Dowden’s announcement comes a day ahead of the Boris Johnson administration’s new telecom security bill being laid in the parliament. The law, if passed, will give the UK the ability to set tighter restrictions and impose legal duties on telecom companies.
No new equipment from September next year
The UK had earlier this year decided to phase out Huawei from its 5G infrastructure by 2027. Telecom operators must now stop installing Huawei equipment in 5G networks (starting September 2021), but they can still maintain previously-installed Huawei equipment, Dowden reportedly said. Presumably, existing equipment will have to be phased out by 2027.
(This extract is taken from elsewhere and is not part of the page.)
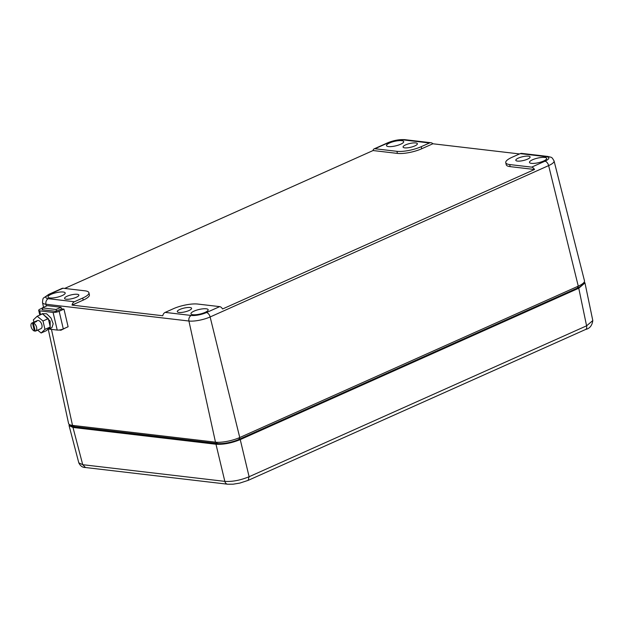 <?xml version="1.0" encoding="UTF-8"?>
<svg xmlns="http://www.w3.org/2000/svg" width="624" height="624" viewBox="0 0 624 624"><rect width="100%" height="100%" fill="white"/><g stroke="black" fill="none" stroke-linecap="round" stroke-linejoin="round"><path stroke-width="0.94" d="M51.464 329.394L72.509 425.389L215.483 442.166L217.628 443.5L74.654 426.722A15.467 4.079 166.8 0 1 72.041 426.013L69.521 424.577A17.675 4.664 166.8 0 1 68.57 423.47L48.243 329.16M165.165 312.398L173.441 308.693A17.675 4.664 166.8 0 1 197.714 304.052L219.695 306.626L206.419 312.562A4.415 2.512 65.9 0 1 210.124 316.961L239.756 437.525A17.675 4.664 166.8 0 1 215.483 442.166L188.924 321.025A4.415 3.44 -83.3 0 1 191.287 315.463L165.165 312.398A4.415 3.44 -83.3 0 0 162.778 315.752L72.049 305.105A4.415 3.44 -83.3 0 1 74.435 301.751L82.711 298.046A17.675 4.664 166.8 0 0 88.92 292.718A17.675 4.664 166.8 0 0 84.989 290.823L63.008 288.241A4.415 2.512 -114.1 0 0 62.174 288.358L48.898 294.294L43.68 297.913C43.095 297.89 42.705 299.434 42.51 302.562L43.54 307.32M74.654 426.722L72.509 425.389A17.675 4.664 166.8 0 1 69.521 424.577M238.867 439.436L239.756 437.525L578.269 286.159A17.675 4.664 166.8 0 0 584.111 282.227A17.675 4.664 166.8 0 0 584.477 280.808L554.057 160.93A15.436 4.072 166.8 0 1 548.636 165.602L578.269 286.159L577.379 288.07L238.867 439.436A15.467 4.079 166.8 0 1 217.628 443.5M48.578 295.838A8.837 2.332 166.8 0 1 57.97 292.321A8.837 2.332 166.8 0 1 65.192 292.976A8.837 2.332 166.8 0 1 64.6 294.122A8.837 2.332 166.8 0 1 55.247 297.632A8.837 2.332 166.8 0 1 47.986 297.008A8.837 2.332 166.8 0 1 48.578 295.838M65.052 297.469A7.348 1.934 166.8 0 1 72.852 294.544A7.348 1.934 166.8 0 1 78.866 295.082A7.348 1.934 166.8 0 1 78.367 296.041A7.348 1.934 166.8 0 1 70.59 298.958A7.348 1.934 166.8 0 1 64.561 298.436A7.348 1.934 166.8 0 1 65.052 297.469M191.56 312.616A8.837 2.332 166.8 0 1 200.951 309.098A8.837 2.332 166.8 0 1 208.174 309.754A8.837 2.332 166.8 0 1 207.574 310.9A8.837 2.332 166.8 0 1 198.229 314.41A8.837 2.332 166.8 0 1 190.967 313.786A8.837 2.332 166.8 0 1 191.56 312.616M177.785 310.697A7.348 1.934 166.8 0 1 185.585 307.772A7.348 1.934 166.8 0 1 191.591 308.311A7.348 1.934 166.8 0 1 191.1 309.27A7.348 1.934 166.8 0 1 183.323 312.195A7.348 1.934 166.8 0 1 177.294 311.665A7.348 1.934 166.8 0 1 177.785 310.697M554.057 160.93C551.452 156.39 551.881 157.669 547.841 156.452L521.719 153.387A4.415 3.44 -83.3 0 0 520.237 153.629L511.961 157.326A17.675 4.664 -13.2 0 0 505.752 162.653L506.236 164.728A17.675 4.664 -13.2 0 0 510.167 166.631L534.526 169.486L222.565 308.981A4.415 2.512 -114.1 0 0 219.695 306.626M388.245 142.81A11.021 2.909 166.8 0 1 403.377 139.916A4.415 3.44 96.7 0 1 404.867 139.675C399.282 139.324 393.471 140.408 387.41 142.927A4.415 2.512 -114.1 0 1 388.245 142.81L374.969 148.746A4.415 2.512 -114.1 0 0 374.135 148.863A4.415 2.512 -114.1 0 0 373.074 150.54L397.433 153.403A17.675 4.664 -13.2 0 0 421.707 148.754L432.861 143.77L519.535 153.941M373.074 150.54L64.685 288.436M72.049 305.105L83.195 300.121A17.675 4.664 -13.2 0 0 89.404 294.793L88.92 292.718M534.526 169.486A4.415 2.512 -114.1 0 0 531.656 167.138L509.683 164.557A17.675 4.664 -13.2 0 1 505.752 162.653M432.861 143.77A4.415 3.44 96.7 0 0 430.989 142.74A4.415 3.44 96.7 0 0 429.499 142.982L421.223 146.679A17.675 4.664 -13.2 0 1 396.95 151.328L374.969 148.746M530.072 161.249A8.837 2.332 166.8 0 1 539.464 157.732A8.837 2.332 166.8 0 1 546.686 158.387A8.837 2.332 166.8 0 1 546.086 159.541A8.837 2.332 166.8 0 1 536.741 163.043A8.837 2.332 166.8 0 1 529.48 162.427A8.837 2.332 166.8 0 1 530.072 161.249M516.298 159.331A7.348 1.934 166.8 0 1 524.098 156.413A7.348 1.934 166.8 0 1 530.104 156.944A7.348 1.934 166.8 0 1 529.612 157.911A7.348 1.934 166.8 0 1 521.836 160.828A7.348 1.934 166.8 0 1 515.806 160.298A7.348 1.934 166.8 0 1 516.298 159.331M403.564 146.102A7.348 1.934 166.8 0 1 411.364 143.185A7.348 1.934 166.8 0 1 417.378 143.715A7.348 1.934 166.8 0 1 416.879 144.682A7.348 1.934 166.8 0 1 409.102 147.599A7.348 1.934 166.8 0 1 403.073 147.069A7.348 1.934 166.8 0 1 403.564 146.102M387.091 144.472A8.837 2.332 166.8 0 1 396.482 140.954A8.837 2.332 166.8 0 1 403.705 141.609A8.837 2.332 166.8 0 1 403.112 142.756A8.837 2.332 166.8 0 1 393.76 146.266A8.837 2.332 166.8 0 1 386.498 145.649A8.837 2.332 166.8 0 1 387.091 144.472M584.111 282.227L582.496 284.63A15.467 4.079 166.8 0 1 577.379 288.07M69.069 425.591L78.803 462.852L82.727 464.693L72.992 427.463L69.069 425.591L69.272 424.421M72.992 427.463L215.974 444.241C223.439 444.678 231.527 443.126 240.24 439.6L578.76 288.233L584.977 282.937L584.267 281.978M78.803 462.852C80.363 466.034 82.602 467.594 85.511 467.524L82.727 464.693L224.835 481.369C232.315 481.845 240.404 480.293 249.109 476.728L240.24 439.6M215.974 444.241L224.835 481.369A4.415 3.44 96.7 0 0 227.627 484.208L233.189 484.185L239.819 483.093L248.149 480.371L249.109 476.728L586.583 325.829L592.8 320.564L584.977 282.937M61.456 309.083L61.027 307.265L47.284 305.651L42.299 307.874L42.76 309.816M65.84 327.772L60.918 330.236L59.116 330.026M60.918 330.236L60.793 329.722M56.456 311.236L56.051 309.488L42.299 307.874M61.027 307.265L56.051 309.488M33.306 322.943L35.225 331.141A4.415 2.512 -114.1 0 0 35.654 331.024A4.415 2.512 -114.1 0 0 36.504 326.953A4.415 2.512 -114.1 0 0 33.306 322.943L36.707 321.422A4.415 2.512 -114.1 0 0 36.286 321.321A4.415 2.512 -114.1 0 0 35.88 321.321L32.479 322.842A4.415 2.512 -114.1 0 0 32.05 322.959A4.415 2.512 -114.1 0 0 31.2 327.038A4.415 2.512 -114.1 0 0 34.406 331.048L32.479 322.842M35.654 331.024L40.966 328.653A4.415 2.512 -114.1 0 0 41.909 324.94A4.415 2.512 -114.1 0 0 38.189 320.471A4.415 2.512 -114.1 0 0 37.362 320.588L32.05 322.959M35.131 330.72L34.406 331.048M35.981 321.742L35.88 321.321M37.643 330.143L41.129 333.005L44.959 329.378L42.994 320.993L37.198 316.235L33.368 319.862L33.899 322.132M41.129 333.005L46.441 330.626L50.271 326.999L48.305 318.614L42.51 313.864L37.198 316.235M50.271 326.999L44.959 329.378M48.305 318.614L42.994 320.993M49.374 329.144L57.229 330.065A4.415 1.162 -13.2 0 0 63.297 328.91L68.11 326.758L63.968 309.122L61.909 308.88L55.583 311.321L42.175 309.746L42.604 309.169M42.362 308.116L40.256 309.052A4.415 1.162 -13.2 0 0 38.704 310.385A4.415 1.162 -13.2 0 0 39.686 310.861L53.087 312.437A4.415 1.162 -13.2 0 0 59.155 311.275L63.968 309.122M48.032 329.121L50.138 328.801L50.17 321.079L43.298 314.512M50.138 328.801L51.987 327.491L53.165 323.794L51.059 318.068L46.613 313.771L42.362 313.638L41.215 314.441M46.348 306.064L45.95 304.239L188.924 321.025A15.436 4.072 166.8 0 0 210.124 316.961L548.636 165.602A4.415 2.512 -114.1 0 0 544.931 161.203L531.656 167.138M74.435 301.751L48.313 298.685A4.415 3.44 -83.3 0 0 45.95 304.239A15.436 4.072 166.8 0 1 42.51 302.562M206.419 312.562A11.021 2.909 166.8 0 1 191.287 315.463M48.313 298.685A11.021 2.909 166.8 0 1 49.733 294.177A4.415 2.512 -114.1 0 0 48.898 294.294M63.008 288.241L49.733 294.177M83.195 300.121L82.711 298.046M510.167 166.631L509.683 164.557M520.237 153.629L546.351 156.694A11.021 2.909 166.8 0 1 544.931 161.203M547.841 156.452A4.415 3.44 96.7 0 0 546.351 156.694M403.377 139.916L429.499 142.982M421.707 148.754L421.223 146.679M397.433 153.403L396.95 151.328M227.627 484.208L85.511 467.524M248.149 480.371L585.616 329.464A4.415 2.512 -114.1 0 0 586.583 325.829L578.76 288.233M40.591 314.714L39.686 310.861M57.229 330.065L53.087 312.437M63.297 328.91L59.155 311.275M42.432 309.777L42.315 309.293M387.41 142.927L374.135 148.863M404.867 139.675L430.989 142.74M585.616 329.464C589.68 328.575 592.075 325.611 592.8 320.564M39.803 315.073L38.704 310.385"/></g></svg>

In the diversification strategy document, Dowden said that the government wants most of UK’s population to have 5G signal by 2027 so that it may benefit from its social and economic advantages. However, he said, 5G’s potential could be realised only if the infrastructure is secure and resilient. To that end, the government has three core aims — supporting incumbent suppliers; attract new suppliers to UK; and accelerate development of “open-interface solutions”. A fund of £250 million has been earmarked to start work on this strategy.
- ‘The case for diversification’: The government noted that due to the restriction on Huawei, UK is dependent on just two equipment providers — Nokia and Ericsson. “This represents an intolerable resilience risk and absent intervention it is unlikely that the market will diversify,” it said.
Dowden said UK is working closely with its Five Eyes partners — Australia, United States, Canada and New Zealand — on the diversification (read: reduce dependence on Huawei) of 5G networks.
Global distrust of Huawei, Chinese tech
The United Kingdom’s aversion to Huawei is part of a global argument that hopes to keep Chinese telecom companies including Huawei and ZTE out of 5G networks. The United States, which is effectively leading this informal global alliance, has declared the companies as “national security threats”. The US claimed that these companies were likely cooperating with Chinese intelligence agencies and the country’s military. In 2019, they were placed on the Department of Commerce’s Entity List, which made it difficult for them to buy or sell American technology. Off late, the US is also offering monetary help to developing countries that are trying to reduce their reliance on Chinese equipment manufacturers. Australia, another Five Eyes country, was one of the first countries to ban Huawei for being a “high-risk” vendor in 2018. Recently, Sweden banned equipment from Huawei and ZTE.
While India is yet to announce a 5G policy, telecom operators have already tried to avoid Chinese vendors. In August, Airtel was reported to be applying for 5G trials without Huawei and ZTE. Jio, on the other hand, has taken pride in the fact that it has no Chinese tech at all. Only this month, India and UK signed a memorandum of understanding (MoU) to work closely on developing 5G and telecommunications. Around a month, India had announced cooperation with Japan on 5G and 5G Plus technologies, with support from the US and Australia.